The Amityville Horror (2005)
Scott Kosar
Based on the novel by Jay Anson and the earlier screenplay by Sandor Stern

In this based-on-true-events remake of the 1979 James Brolin classic, a young man in Amityville, New York murders his family only to claim that voices from inside his house made him do it. Despite the man's testimony, the house is put on sale and just one year later, the unsuspecting Lutz family moves in. Soon thereafter, stepfather George (Ryan Reynolds) hears the same creepy voices and becomes increasingly hot-tempered with wife Kathy (Melissa George) and their three children (Jess James, Jimmy Bennett, Chloë Grace Moretz). As the family begins to unravel, Kathy realizes the house isn't so perfect after all.
Surprisingly, screenwriter Scott Kosar digs right into character development, of all things, right from the start, revealing things like that Kathy's oldest child Billy () isn't fond of George and wants his real dad back. This story thread makes us believe there's more to the film than just a few scary moments.
But while the original slowly built suspense with a disciplined dose of scares, this Horror wastes no time in tossing in ghost after ghost, in an almost desperate attempt to show that it's as cool as The Ring or The Grudge. One eerie presence is even a dead little girl -- wow, never seen that before -- who runs around with a bullet hole in her head. The first time she shows up, it's damn scary because it's unexpected. But soon she's popping up all over the place, and the trick becomes more annoying that scary.
Perhaps the most legitimate spook comes when the writer smartly shifts the point of view to the youngest son, Michael, and we follow him into the bathroom during the middle of the night for a much needed potty break.

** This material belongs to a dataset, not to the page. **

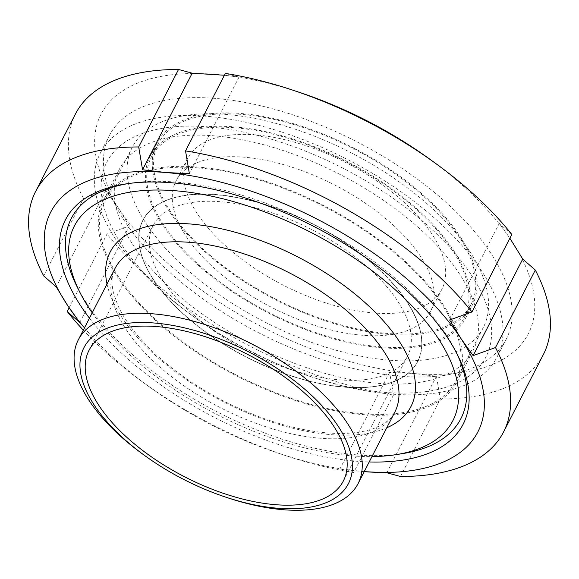 <?xml version="1.0" encoding="UTF-8"?>
<svg xmlns="http://www.w3.org/2000/svg" width="579" height="579" viewBox="0 0 579 579"><rect width="100%" height="100%" fill="white"/><g stroke="black" fill="none" stroke-linecap="round" stroke-linejoin="round"><path stroke-width="0.43" stroke-dasharray="2.9 2.17" d="M92.213 312.812A212.811 102.461 -152.8 0 0 117.74 343.209A212.811 102.461 -152.8 0 0 351.098 455.789A212.811 102.461 -152.8 0 0 371.964 456.585M402.419 453.639A219.014 105.45 27.2 0 1 356.136 454.812A219.014 105.45 27.2 0 1 76.877 286.337M127.532 183.681A219.014 105.45 27.2 0 1 129.834 183.29A219.014 105.45 27.2 0 1 455.376 350.599A219.014 105.45 27.2 0 1 456.404 352.691M228.278 497.976A157.264 75.719 27.2 0 1 142.202 453.741M182.313 304.192A142.97 68.836 -152.8 0 0 311.647 375.416A142.97 68.836 -152.8 0 0 407.493 356.165A142.97 68.836 -152.8 0 0 311.799 229.595A142.97 68.836 -152.8 0 0 153.174 225.463A142.97 68.836 -152.8 0 0 182.313 304.192M89.448 318.189A223.574 107.643 -152.8 0 0 356.179 461.21A223.574 107.643 -152.8 0 0 369.199 461.955M364.22 471.646A240.184 115.641 27.2 0 1 363.011 471.552A240.184 115.641 27.2 0 1 279.737 453.668A240.184 115.641 27.2 0 1 148.267 386.106A240.184 115.641 27.2 0 1 84.469 327.88M511.807 234.466L499.25 223.465L509.875 238.222M449.63 320.013L499.25 223.465M224.42 75.234L239.011 77.152L225.354 73.41M239.011 77.152L189.391 173.7M69.125 307.746L107.021 234.017L129.37 225.955L118.015 207.391L105.87 190.353L83.514 198.416L43.693 275.901M105.87 190.353L56.25 286.902M79.75 322.503L129.37 225.955M400.48 476.495L440.301 399.011L436.436 376.212L413.413 373.477A240.184 115.641 27.2 0 1 118.015 207.391A240.184 115.641 27.2 0 1 215.989 74.416A240.184 115.641 27.2 0 1 299.263 92.3M430.733 159.862A240.184 115.641 27.2 0 1 511.387 240.502A240.184 115.641 27.2 0 1 413.413 373.477L389.609 372.268L393.467 395.066A263.061 126.656 27.2 0 1 107.021 234.017M83.514 198.416A263.061 126.656 27.2 0 1 75.436 113.998M393.467 395.066L353.646 472.551A263.061 126.656 27.2 0 1 286.496 455.912A263.061 126.656 27.2 0 1 142.514 381.916A263.061 126.656 27.2 0 1 83.304 330.146M353.646 472.551L339.989 468.816L364.22 471.653M543.384 354.486A263.061 126.656 27.2 0 1 440.301 399.011M389.609 372.268L339.989 468.816M386.815 472.761L436.436 376.212M459.878 236.167A177.283 85.359 27.2 0 1 472.377 304.981A177.283 85.359 27.2 0 1 275.684 299.864A177.283 85.359 27.2 0 1 157.025 142.912A177.283 85.359 27.2 0 1 296.665 124.651A177.283 85.359 27.2 0 1 459.878 236.167M453.002 249.542A177.283 85.359 27.2 0 1 465.509 318.356A177.283 85.359 27.2 0 1 268.815 313.239A177.283 85.359 27.2 0 1 150.149 156.287A177.283 85.359 27.2 0 1 289.789 138.026A177.283 85.359 27.2 0 1 453.002 249.542M267.585 276.516A142.97 68.836 -152.8 0 0 441.864 289.297A142.97 68.836 -152.8 0 0 346.17 162.721A142.97 68.836 -152.8 0 0 187.545 158.595A142.97 68.836 -152.8 0 0 267.585 276.516M256.128 298.807A142.97 68.836 27.2 0 1 176.088 180.887A142.97 68.836 27.2 0 1 334.713 185.012A142.97 68.836 27.2 0 1 430.407 311.589A142.97 68.836 27.2 0 1 256.128 298.807M256.75 288.61A175.85 84.672 -152.8 0 0 471.103 304.33A175.85 84.672 -152.8 0 0 353.407 148.644A175.85 84.672 -152.8 0 0 158.299 143.563A175.85 84.672 -152.8 0 0 256.75 288.61M249.875 301.985A175.85 84.672 -152.8 0 0 464.235 317.705A175.85 84.672 -152.8 0 0 346.531 162.019A175.85 84.672 -152.8 0 0 151.423 156.938A175.85 84.672 -152.8 0 0 249.875 301.985M174.474 305.263A154.405 74.344 27.2 0 1 143.006 220.237A154.405 74.344 27.2 0 1 314.317 224.695A154.405 74.344 27.2 0 1 417.669 361.397A154.405 74.344 27.2 0 1 314.151 382.183A154.405 74.344 27.2 0 1 174.474 305.263M174.388 305.437A154.405 74.344 -152.8 0 0 402.789 377.124A154.405 74.344 -152.8 0 0 417.575 361.571A154.405 74.344 -152.8 0 0 314.231 224.869A154.405 74.344 -152.8 0 0 142.912 220.411A154.405 74.344 -152.8 0 0 138.873 241.494A154.405 74.344 -152.8 0 0 174.388 305.437M374.258 386.519A154.521 74.401 -152.8 0 0 402.152 377.508A154.521 74.401 -152.8 0 0 314.346 224.645A154.521 74.401 -152.8 0 0 138.931 242.232A154.521 74.401 -152.8 0 0 174.395 305.271A154.521 74.401 -152.8 0 0 374.258 386.519M242.804 309.866A197.294 94.992 -152.8 0 0 483.306 327.504A197.294 94.992 -152.8 0 0 451.649 228.01A197.294 94.992 -152.8 0 0 271.182 122.162A197.294 94.992 -152.8 0 0 132.352 147.138A197.294 94.992 -152.8 0 0 242.804 309.866M424.154 281.503A197.294 94.992 -152.8 0 0 243.694 175.661A197.294 94.992 -152.8 0 0 104.857 200.631A197.294 94.992 -152.8 0 0 236.912 375.308A197.294 94.992 -152.8 0 0 455.818 380.996A197.294 94.992 -152.8 0 0 424.154 281.503M470.901 274.301A213.123 102.613 -152.8 0 0 208.78 126.931A213.123 102.613 -152.8 0 0 121.843 244.917A213.123 102.613 -152.8 0 0 193.415 316.474A213.123 102.613 -152.8 0 0 310.069 376.422A213.123 102.613 -152.8 0 0 470.901 274.301M481.301 270.523A223.031 107.383 -152.8 0 0 275.973 130.232A223.031 107.383 -152.8 0 0 100.297 153.203A223.031 107.383 -152.8 0 0 190.925 314.658A223.031 107.383 -152.8 0 0 313 377.392A223.031 107.383 -152.8 0 0 497.028 357.098A223.031 107.383 -152.8 0 0 481.301 270.523M490.471 252.697A223.031 107.383 -152.8 0 0 285.136 112.406A223.031 107.383 -152.8 0 0 109.46 135.37A223.031 107.383 -152.8 0 0 258.741 332.831A223.031 107.383 -152.8 0 0 506.198 339.265A223.031 107.383 -152.8 0 0 490.471 252.697M160.13 278.202A198.727 95.68 27.2 0 1 119.621 168.771A198.727 95.68 27.2 0 1 340.112 174.511A198.727 95.68 27.2 0 1 473.123 350.447A198.727 95.68 27.2 0 1 339.902 377.204A198.727 95.68 27.2 0 1 160.13 278.202M144.091 309.403A198.727 95.68 27.2 0 1 103.583 199.979A198.727 95.68 27.2 0 1 324.074 205.711A198.727 95.68 27.2 0 1 457.084 381.655A198.727 95.68 27.2 0 1 323.864 408.412A198.727 95.68 27.2 0 1 144.091 309.403M147.088 354.999A157.264 75.719 27.2 0 1 115.033 268.403C111.718 274.337 111.161 282.371 113.361 292.504L117.703 305.039C123.53 318.132 133.459 331.89 147.493 346.322C167.331 366.398 191.787 384.152 220.86 399.575C255.643 417.604 289.153 428.525 321.388 432.339C337.629 434.098 351.648 433.758 363.438 431.333C371.863 429.553 378.644 427.005 383.79 423.683C388.994 420.311 392.663 416.475 394.784 412.176A157.264 75.719 27.2 0 1 289.355 433.345A157.264 75.719 27.2 0 1 147.088 354.999M107.014 284.021A169.082 81.407 -152.8 0 0 144.627 345.127A169.082 81.407 -152.8 0 0 386.758 427.787M343.347 480.99L407.493 356.165M89.028 350.288L153.174 225.463M129.834 183.29L125.165 184.035M455.376 350.599L457.49 354.818M279.737 453.668L286.496 455.912M148.267 386.106L142.514 381.916M465.509 318.356L472.377 304.981M150.149 156.287L157.025 142.912M187.545 158.595L176.088 180.887M441.864 289.297L430.407 311.589M158.299 143.563L151.423 156.938M471.103 304.33L464.235 317.705M402.789 377.124L402.152 377.508M138.873 241.494L138.931 242.232M132.352 147.138L104.857 200.631M483.306 327.504L455.818 380.996M310.069 376.422L313 377.392M193.415 316.474L190.925 314.658M109.46 135.37L100.297 153.203M506.198 339.265L497.028 357.098M457.084 381.655L473.123 350.447M103.583 199.979L119.621 168.771"/><path stroke-width="0.87" d="M371.964 456.585A212.811 102.461 -152.8 0 0 396.072 454.645A212.811 102.461 -152.8 0 0 409.541 303.396A212.811 102.461 -152.8 0 0 164.704 190.136A212.811 102.461 -152.8 0 0 79.75 292.084A212.811 102.461 -152.8 0 0 92.213 312.812M79.75 292.084L76.877 286.337A219.014 105.45 27.2 0 1 127.532 183.681M456.404 352.691A219.014 105.45 27.2 0 1 402.419 453.639L396.072 454.645M144.359 455.311L142.202 453.741A157.264 75.719 27.2 0 1 110.35 426.491A157.264 75.719 27.2 0 1 78.295 339.895A157.264 75.719 27.2 0 1 252.777 344.433A157.264 75.719 27.2 0 1 358.046 483.668A157.264 75.719 27.2 0 1 228.278 497.976L225.738 497.137A148.687 71.586 27.2 0 1 144.359 455.311A148.687 71.586 27.2 0 1 114.244 429.546A148.687 71.586 27.2 0 1 150.041 322.727A148.687 71.586 27.2 0 1 346.785 441.987A148.687 71.586 27.2 0 1 225.738 497.137M118.167 429.017A142.97 68.836 27.2 0 1 89.028 350.288A142.97 68.836 27.2 0 1 247.653 354.413A142.97 68.836 27.2 0 1 343.347 480.99A142.97 68.836 27.2 0 1 247.501 500.242A142.97 68.836 27.2 0 1 118.167 429.017M369.199 461.955A223.574 107.643 -152.8 0 0 457.49 354.818A223.574 107.643 -152.8 0 0 125.165 184.035A223.574 107.643 -152.8 0 0 89.448 318.189M84.469 327.88A240.184 115.641 27.2 0 1 67.613 305.466A240.184 115.641 27.2 0 1 165.587 172.491A240.184 115.641 27.2 0 1 460.985 338.577A240.184 115.641 27.2 0 1 364.22 471.646M509.875 238.222L522.75 259.066L535.307 270.067L495.486 347.552L473.13 355.615L460.985 338.577L449.63 320.013L471.979 311.951L511.807 234.466A263.061 126.656 27.2 0 0 436.486 164.052A263.061 126.656 27.2 0 0 292.504 90.056A263.061 126.656 27.2 0 0 225.354 73.41L185.533 150.902L189.391 173.7L165.587 172.491L142.564 169.756L138.699 146.957L178.52 69.473L192.185 73.207L224.42 75.234M522.75 259.066L473.13 355.615M142.564 169.756L192.185 73.207M138.699 146.957A263.061 126.656 27.2 0 0 35.616 191.483A263.061 126.656 27.2 0 0 43.693 275.901L56.25 286.902L67.613 305.466L79.75 322.503L67.193 311.502L69.125 307.746M35.616 191.483L75.436 113.998A263.061 126.656 27.2 0 1 178.52 69.473M292.504 90.056L299.263 92.3A240.184 115.641 27.2 0 1 430.733 159.862L436.486 164.052M83.304 330.146A263.061 126.656 27.2 0 1 67.193 311.502M185.533 150.902A263.061 126.656 27.2 0 1 471.979 311.951M364.22 471.653L386.815 472.761L400.48 476.495A263.061 126.656 27.2 0 0 503.564 431.97L543.384 354.486A263.061 126.656 27.2 0 0 535.307 270.067M495.486 347.552A263.061 126.656 27.2 0 1 503.564 431.97M78.295 339.895L115.033 268.403A157.264 75.719 27.2 0 1 289.522 272.941A157.264 75.719 27.2 0 1 394.784 412.176L358.046 483.668M386.758 427.787A169.082 81.407 -152.8 0 0 297.765 256.91A169.082 81.407 -152.8 0 0 107.014 284.021"/></g></svg>

As he watches the door, scared out of his wits by the creepy house, it's so easy to feel like a six-year-old again. This works because it feeds off our fear of the unknown, not our fear of CGI.
The rest of the scares, however, don't carry the same suspense. Whereas George's personality shift in the original is never clearly explained and thus leaves more up to the audience's imagination, here the script ensures that the audience understands completely what happened and why it happened. And come on, what's so scary about that?

The happy discovery that this Horror serves up some nice character development is offset by the lack of truly scary things in this scary movie. But if you want to be frightened, either rent the original or just consider that this film is one of the last in MGM's legacy as it fades into the Sony sunset. Now that's scary.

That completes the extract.